Leaders should establish dedicated teams focused on dataset curation. These teams would work to identify and include positive examples of human achievement, creativity, and compassion. They would ensure that training data includes stories of problems solved, communities united, and innovations that improved lives. This isn’t about ignoring humanity’s challenges – it’s about providing context that includes our capacity to overcome them.
The AI Safety Institute model needs evolution too. Current institutions focus heavily on preventing harm. While crucial, this defensive posture should be balanced with proactive measures to ensure AI systems develop a nuanced, appreciative understanding of human potential.
Investment in responsible AI must extend beyond technical safeguards to include this humanistic approach. It’s not enough to prevent AI from causing harm – we must actively shape it to recognise and amplify human flourishing.
Guidelines for AI developers and training models
For developers working directly with machine learning models, implementing Roemmele’s vision requires specific technical approaches. Start by creating balanced datasets that include positive human interactions alongside necessary negative examples. This balance is crucial for developing safe AI systems that neither ignore risks nor fixate on them.
When designing reinforcement learning systems, reward functions should incentivise outcomes that benefit humanity broadly, not just optimise narrow metrics. This means moving beyond simple efficiency measures to include considerations of human wellbeing and flourishing.
Developers should implement what might be called “empathy modules” – components designed to help AI systems understand human emotional states and respond appropriately. This goes beyond sentiment analysis to include understanding context, nuance, and the full complexity of human experience.
Technical research in AI safety must expand to include methods for measuring an AI system’s “humanitarian quotient” – its ability to recognise and value human welfare. This becomes as important as traditional metrics like accuracy or efficiency.
Cybersecurity considerations also shift with this approach. Protecting AI systems from malicious actors isn’t just about preventing technical exploits – it’s about ensuring that the AI’s fundamental understanding of humanity can’t be corrupted or manipulated.
The path forward
The departures from OpenAI weren’t just about individual career choices. They represented a broader reckoning within the AI community about the path towards AGI. The researchers who left were united by a common concern: that in the rush to build more powerful AI technologies, we were forgetting to ask fundamental questions about their relationship with humanity.

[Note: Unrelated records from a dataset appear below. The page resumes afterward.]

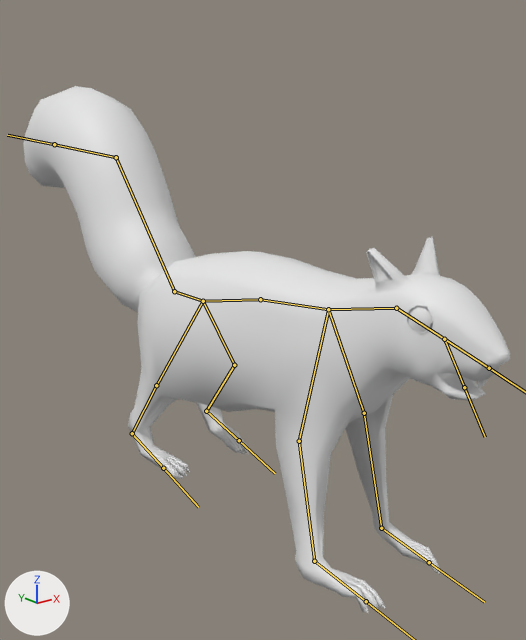
An edit to the FBX model IndieGameUnity/Assets/Models/characters/animals/squirrel.fbx, drawn before and after from the same camera.
One viewpoint serves both versions: a camera (50 mm lens) standing at (-1.87, -2.35, 1.2) and looking at (0.2, 0.23, 0.17). The lights are fixed; the arrows at lower left show +X, +Y and +Z. The bones that bend it are drawn over the model as lines.
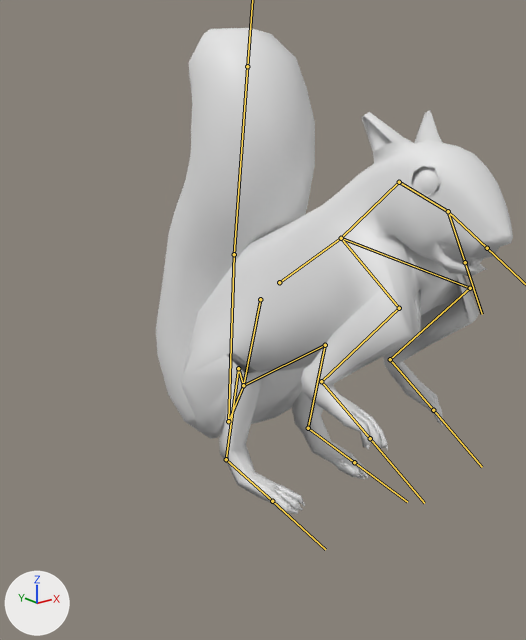
The newer file adds an action. The first version stands in its rest pose; the second is drawn at frame 12 of the action 'Armature|PoseStreach'.

Location of each change, (x1, y1, x2, y2) in pixels of the pictures (526 x 640 px):
'Cube', posed (26% narrower, 8% shorter)
    before: (24, 86, 510, 613)
    after: (156, 28, 513, 515)
bone 'upper', root to tip
    before: (260, 299) to (328, 309)
    after: (279, 282) to (341, 238)
bone 'head', root to tip
    before: (396, 308) to (444, 339)
    after: (399, 182) to (448, 211)
bone 'Bone.003', root to tip
    before: (444, 339) to (489, 368)
    after: (448, 211) to (487, 248)
bone 'Bone.004', root to tip
    before: (444, 339) to (464, 387)
    after: (448, 211) to (465, 262)
bone 'Bone.005', root to tip
    before: (328, 309) to (364, 413)
    after: (341, 238) to (470, 288)
bone 'Bone.006', root to tip
    before: (364, 413) to (381, 528)
    after: (470, 288) to (390, 359)
bone 'Bone.007', root to tip
    before: (381, 528) to (429, 562)
    after: (390, 359) to (433, 410)
bone 'Bone.008', root to tip
    before: (328, 309) to (299, 441)
    after: (341, 238) to (399, 308)
bone 'Bone.009', root to tip
    before: (299, 441) to (314, 561)
    after: (399, 308) to (321, 381)
bone 'Bone.010', root to tip
    before: (314, 561) to (366, 601)
    after: (321, 381) to (370, 438)
bone 'lower', root to tip
    before: (260, 299) to (203, 301)
    after: (260, 299) to (243, 385)
bone 'Bone.012', root to tip
    before: (203, 301) to (234, 365)
    after: (243, 385) to (325, 345)
bone 'Bone.013', root to tip
    before: (234, 365) to (206, 411)
    after: (325, 345) to (308, 428)
bone 'Bone.014', root to tip
    before: (206, 411) to (239, 440)
    after: (308, 428) to (354, 462)
bone 'Bone.015', root to tip
    before: (203, 301) to (156, 385)
    after: (243, 385) to (238, 368)
bone 'Bone.016', root to tip
    before: (156, 385) to (132, 433)
    after: (238, 368) to (226, 459)
bone 'Bone.017', root to tip
    before: (132, 433) to (163, 468)
    after: (226, 459) to (272, 501)
bone 'Bone.019', root to tip
    before: (174, 291) to (116, 157)
    after: (228, 421) to (234, 254)
bone 'Bone.020', root to tip
    before: (116, 157) to (54, 144)
    after: (234, 254) to (247, 66)

The change, as a list of edits to the scene's bpy script:
```text
Change bone_upper:
    where bone_upper = bpy.data.objects['Armature'].pose.bones['upper']
    bone_upper.location: (0.0, 0.0, 0.0) -> (0.0, 0.137, -0.083)
    bone_upper.rotation_quaternion: (1.0, 0.0, 0.0, 0.0) -> (0.972, -0.236, 0.0, 0.0)  # degrees (0, 0, 0) -> degrees (-27, 0, 0)
Change bone_head:
    where bone_head = bpy.data.objects['Armature'].pose.bones['head']  # child of 'Bone.001'
    bone_head.rotation_quaternion: (1.0, 0.0, 0.0, 0.0) -> (0.965, 0.262, 0.0, 0.0)  # degrees (0, 0, 0) -> degrees (30, 0, 0)
Change bone_bone_003:
    where bone_bone_003 = bpy.data.objects['Armature'].pose.bones['Bone.003']  # child of 'head'
    bone_bone_003.rotation_quaternion: (1.0, 0.0, 0.0, 0.0) -> (0.994, 0.089, -0.049, 0.025)  # degrees (0, 0, 0) -> degrees (10, -6, 2)
Change bone_bone_004:
    where bone_bone_004 = bpy.data.objects['Armature'].pose.bones['Bone.004']  # child of 'head'
    bone_bone_004.rotation_quaternion: (1.0, 0.0, 0.0, 0.0) -> (0.999, -0.004, -0.025, 0.033)  # degrees (0, 0, 0) -> degrees (-1, -3, 4)
Change bone_bone_005:
    where bone_bone_005 = bpy.data.objects['Armature'].pose.bones['Bone.005']  # child of 'upper'
    bone_bone_005.rotation_quaternion: (1.0, 0.0, 0.0, 0.0) -> (0.936, -0.331, -0.121, 0.0)  # degrees (0, 0, 0) -> degrees (-39, -13, 5)
Change bone_bone_006:
    where bone_bone_006 = bpy.data.objects['Armature'].pose.bones['Bone.006']  # child of 'Bone.005'
    bone_bone_006.rotation_quaternion: (1.0, 0.0, 0.0, 0.0) -> (0.463, 0.885, 0.035, 0.0)  # degrees (0, 0, 0) -> degrees (125, 2, 4)
Change bone_bone_007:
    where bone_bone_007 = bpy.data.objects['Armature'].pose.bones['Bone.007']  # child of 'Bone.006'
    bone_bone_007.rotation_quaternion: (1.0, 0.0, 0.0, 0.0) -> (0.965, -0.261, 0.02, 0.0)  # degrees (0, 0, 0) -> degrees (-30, 2, -1)
Change bone_bone_008:
    where bone_bone_008 = bpy.data.objects['Armature'].pose.bones['Bone.008']  # child of 'upper'
    bone_bone_008.rotation_quaternion: (1.0, 0.0, 0.0, 0.0) -> (0.94, -0.316, 0.129, 0.0)  # degrees (0, 0, 0) -> degrees (-38, 14, -5)
Change bone_bone_009:
    where bone_bone_009 = bpy.data.objects['Armature'].pose.bones['Bone.009']  # child of 'Bone.008'
    bone_bone_009.rotation_quaternion: (1.0, 0.0, 0.0, 0.0) -> (0.477, 0.879, 0.0, 0.0)  # degrees (0, 0, 0) -> degrees (123, 0, 0)
Change bone_bone_010:
    where bone_bone_010 = bpy.data.objects['Armature'].pose.bones['Bone.010']  # child of 'Bone.009'
    bone_bone_010.rotation_quaternion: (1.0, 0.0, 0.0, 0.0) -> (0.963, -0.271, 0.0, 0.0)  # degrees (0, 0, 0) -> degrees (-31, 0, 0)
Change bone_lower:
    where bone_lower = bpy.data.objects['Armature'].pose.bones['lower']
    bone_lower.rotation_quaternion: (1.0, 0.0, 0.0, 0.0) -> (0.864, -0.503, 0.0, 0.0)  # degrees (0, 0, 0) -> degrees (-60, 0, 0)
Change bone_bone_012:
    where bone_bone_012 = bpy.data.objects['Armature'].pose.bones['Bone.012']  # child of 'lower'
    bone_bone_012.rotation_quaternion: (1.0, 0.0, 0.0, 0.0) -> (0.806, -0.52, -0.281, 0.0)  # degrees (0, 0, 0) -> degrees (-70, -27, 19)
Change bone_bone_013:
    where bone_bone_013 = bpy.data.objects['Armature'].pose.bones['Bone.013']  # child of 'Bone.012'
    bone_bone_013.rotation_quaternion: (1.0, 0.0, 0.0, 0.0) -> (0.583, 0.812, 0.0, 0.0)  # degrees (0, 0, 0) -> degrees (109, 0, 0)
Change bone_bone_014:
    where bone_bone_014 = bpy.data.objects['Armature'].pose.bones['Bone.014']  # child of 'Bone.013'
    bone_bone_014.rotation_quaternion: (1.0, 0.0, 0.0, 0.0) -> (0.982, 0.19, 0.0, 0.0)  # degrees (0, 0, 0) -> degrees (22, 0, 0)
Change bone_bone_015:
    where bone_bone_015 = bpy.data.objects['Armature'].pose.bones['Bone.015']  # child of 'lower'
    bone_bone_015.rotation_quaternion: (1.0, 0.0, 0.0, 0.0) -> (0.804, -0.496, 0.327, 0.0)  # degrees (0, 0, 0) -> degrees (-70, 32, -22)
Change bone_bone_016:
    where bone_bone_016 = bpy.data.objects['Armature'].pose.bones['Bone.016']  # child of 'Bone.015'
    bone_bone_016.rotation_quaternion: (1.0, 0.0, 0.0, 0.0) -> (0.59, 0.807, 0.0, 0.0)  # degrees (0, 0, 0) -> degrees (108, 0, 0)
Change bone_bone_017:
    where bone_bone_017 = bpy.data.objects['Armature'].pose.bones['Bone.017']  # child of 'Bone.016'
    bone_bone_017.rotation_quaternion: (1.0, 0.0, 0.0, 0.0) -> (0.98, 0.199, 0.0, 0.0)  # degrees (0, 0, 0) -> degrees (23, 0, 0)
Change bone_bone_019:
    where bone_bone_019 = bpy.data.objects['Armature'].pose.bones['Bone.019']  # child of 'Bone.018'
    bone_bone_019.rotation_quaternion: (1.0, 0.0, 0.0, 0.0) -> (0.606, 0.796, 0.0, 0.0)  # degrees (0, 0, 0) -> degrees (105, 0, 0)
Change bone_bone_020:
    where bone_bone_020 = bpy.data.objects['Armature'].pose.bones['Bone.020']  # child of 'Bone.019'
    bone_bone_020.rotation_quaternion: (1.0, 0.0, 0.0, 0.0) -> (0.902, 0.431, 0.0, 0.0)  # degrees (0, 0, 0) -> degrees (51, 0, 0)
```

Roemmele’s approach offers a third way between unchecked acceleration and paralysing caution. By focusing on how AI systems understand humanity, we address existential risks at their root. This isn’t about slowing down AI development – it’s about ensuring that as these systems become more capable, they become more aligned with human values and appreciation for human life.
The implementation won’t be simple. It requires cooperation between AI labs, policymakers, and researchers. It demands new frameworks for evaluating AI safety that go beyond preventing immediate harm to consider long-term relationships between humans and artificial intelligence. It needs investment not just in technical infrastructure but in the careful, thoughtful work of curating humanity’s story.
As we stand at this crossroads, the choice is clear. We can continue training AI systems on datasets that emphasise human conflict and failure, creating artificial intelligence that sees us as problems to be solved. Or we can take Roemmele’s path, teaching AI to see the beauty of humanity – our creativity, resilience, compassion, and potential.